Article Text
Abstract
Background Lymphatic filariasis (LF) is a parasitic disease caused by filarial nematodes. An estimated 40 million individuals infected with the filarial nematodes present with the symptomatic LF manifestations of lymphedema (LE) and hydrocele. These symptoms develop in only a subgroup of infected people, and host genetics have been attributed to the disease heterogeneity. Studies that have sought associations between LF and host genetics have focused mainly on candidate genes. The current study aimed to conduct the first genome-wide association study (GWAS) to determine LF susceptibility.

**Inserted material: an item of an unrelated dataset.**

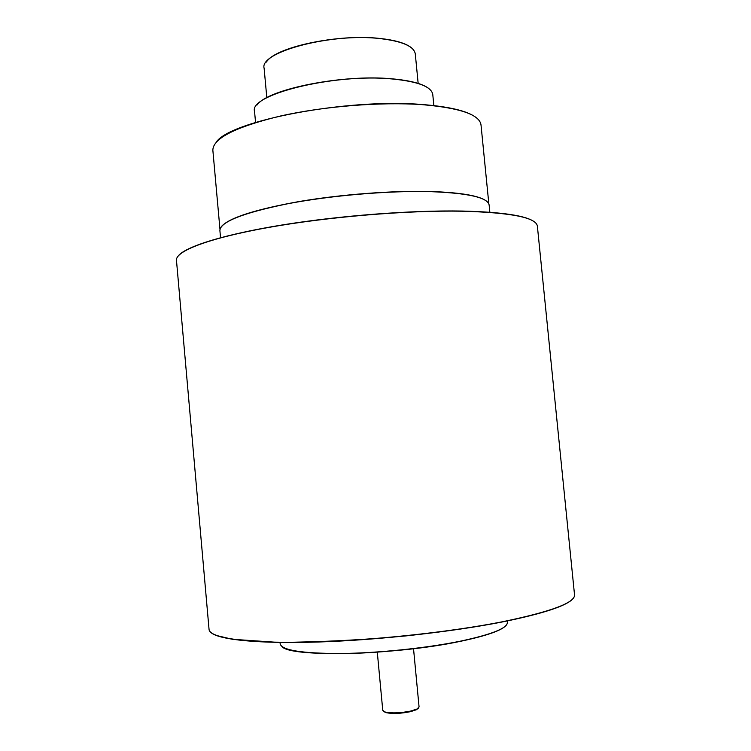 <?xml version="1.0" encoding="UTF-8"?>
<svg xmlns="http://www.w3.org/2000/svg" width="751" height="751" viewBox="0 0 751 751"><rect width="100%" height="100%" fill="white"/><g stroke="black" fill="none" stroke-linecap="round" stroke-linejoin="round"><path stroke-width="1.13" d="M418.335 708.193L416.552 709.676L410.628 711.638C400.565 713.657 392.275 713.966 385.751 712.586L383.714 711.46M377.293 652.14L382.766 710.38L385.038 711.986C391.844 713.422 400.48 713.093 410.966 711L417.134 708.953L419.067 706.944L413.529 648.723M489.868 212.383L489.145 205.098C487.943 197.579 468.446 193.101 430.652 191.655C389.506 190.51 331.566 195.382 287.896 203.718C242.93 212.918 220.259 221.864 219.893 230.548L220.55 237.842M433.871 105.703L432.773 94.532C431.487 86.656 417.866 81.465 391.928 78.939C334.233 73.269 248.619 94.654 254.542 111.373L255.565 122.563M429.028 88.684C422.822 83.765 410.431 80.47 391.872 78.808C410.13 80.441 422.428 83.652 428.746 88.458M462.25 211.05C502.522 212.035 526.639 215.697 534.609 222.033M537.378 226.173C536.289 217.583 511.281 212.599 462.344 211.209C407.493 210.196 327.934 216.814 268.351 227.487C208.647 238.17 175.358 251.181 176.466 260.287L209.05 629.413C209.473 637.73 244.864 643.372 306.314 642.152C367.615 640.941 448.216 632.511 502.682 621.715C551.168 611.652 575.116 602.706 574.534 594.867L537.378 226.173M573.032 598.556C567.061 605.747 543.583 613.52 502.616 621.894C551.121 611.84 575.097 602.828 574.534 594.867M412.168 48.411C406.817 43.549 396.096 40.235 380.015 38.47C394.876 40.085 405.183 43.06 410.947 47.407M418.157 83.399L415.284 53.912C414.045 46.327 402.301 41.221 380.062 38.592C331.153 32.762 259.123 52.11 264.108 68.21L266.821 97.705M221.733 226.173C229.9 217.583 255.744 209.369 299.274 201.512C341.273 194.378 392.951 190.472 430.52 191.505C460.945 192.528 479.607 195.748 486.517 201.146M422.015 104.502C449.53 106.651 467.563 110.998 476.106 117.531M488.845 203.915L481.006 124.863C479.532 114.621 459.884 107.881 422.071 104.642C380.935 101.695 323.23 106.323 279.898 116.142C235.298 127.079 212.946 138.437 212.852 150.209L219.968 229.337M459.988 641.251C491.633 634.52 507.432 628.23 507.376 622.401C507.413 628.362 491.595 634.698 459.941 641.42C425.911 648.348 377.65 653.314 340.475 653.68C302.005 653.642 281.907 650.375 280.179 643.879C281.86 650.253 301.94 653.464 340.438 653.52C377.64 653.145 425.939 648.179 459.988 641.251M506.193 625.301C501.734 630.521 486.31 635.9 459.931 641.429M459.894 641.438C394.613 655.323 289.623 657.585 281.878 646.508M502.569 621.903C451.839 631.948 378.326 640.04 318.837 641.992C259.273 643.936 219.555 639.852 211.219 632.755M216.288 142.089C230.228 120.761 347.319 98.165 421.949 104.502M257.368 104.661C268.473 89.012 343.047 74.105 391.806 78.799C342.719 74.067 267.666 89.209 257.124 104.933M267.159 61C278.105 46.421 339.452 33.757 379.95 38.47M178.409 255.706C186.239 246.366 224.483 234.331 282.226 224.962C339.903 215.612 411.623 210.13 462.203 211.05M385.751 712.586L385.038 711.986M507.376 622.401L507.235 620.964M280.179 643.879L280.048 642.434M379.95 38.461C338.11 33.57 274.828 47.257 266.145 62.211M502.626 621.884C474.05 627.348 441.898 632.013 406.178 635.881C364.977 639.861 322.386 642.039 278.405 642.415L232.416 639.289L215.959 635.365C211.557 633.581 209.247 631.6 209.05 629.413M416.552 709.676L417.134 708.953"/></g></svg>

Methods Single nucleotide polymorphism (SNP) data from 3189 participants comprising 1508 LF cases and 1681 asymptomatic controls were analysed in the study. Cases were selected based on the presence of either LE and/or hydrocele while controls consisted of participants who had lived in the endemic community for at least 10 years and had no LE and/or hydrocele. These unrelated participants were genotyped using the Infinium Global screening array with multi-disease drop by Illumina®.
Results Independent signals, rs2245413 and rs2245710 were observed at genome-wide significance (p<5x10–8) to be associated with LF. At the HLA locus, SNP rs7742085 located near the HLA-DQB2 gene was identified at genome-wide significance to be associated with LF susceptibility (P = 3.93 x 10–8, odds ratio [OR] = 1.43 [confidence interval {CI} 1.26–1.63]. Other studies have associated these SNPs with renal abnormalities, LE and hydrocele. Additionally, at three non-HLA loci, close to the genes OR5V1 (rs1419637), RNU6ATAC11P (rs2243492), and PAK1 (rs2852388), suggestive evidence of LF associations (P 1.0 x 10–6) were also observed.
Conclusion This first stage GWAS in Ghanaian population identified novel SNPs associated with LF risk, highlighting the potential of GWAS to provide gene candidates for functional analyses as therapeutic targets toward the World Health Organization’s 2030 elimination goal.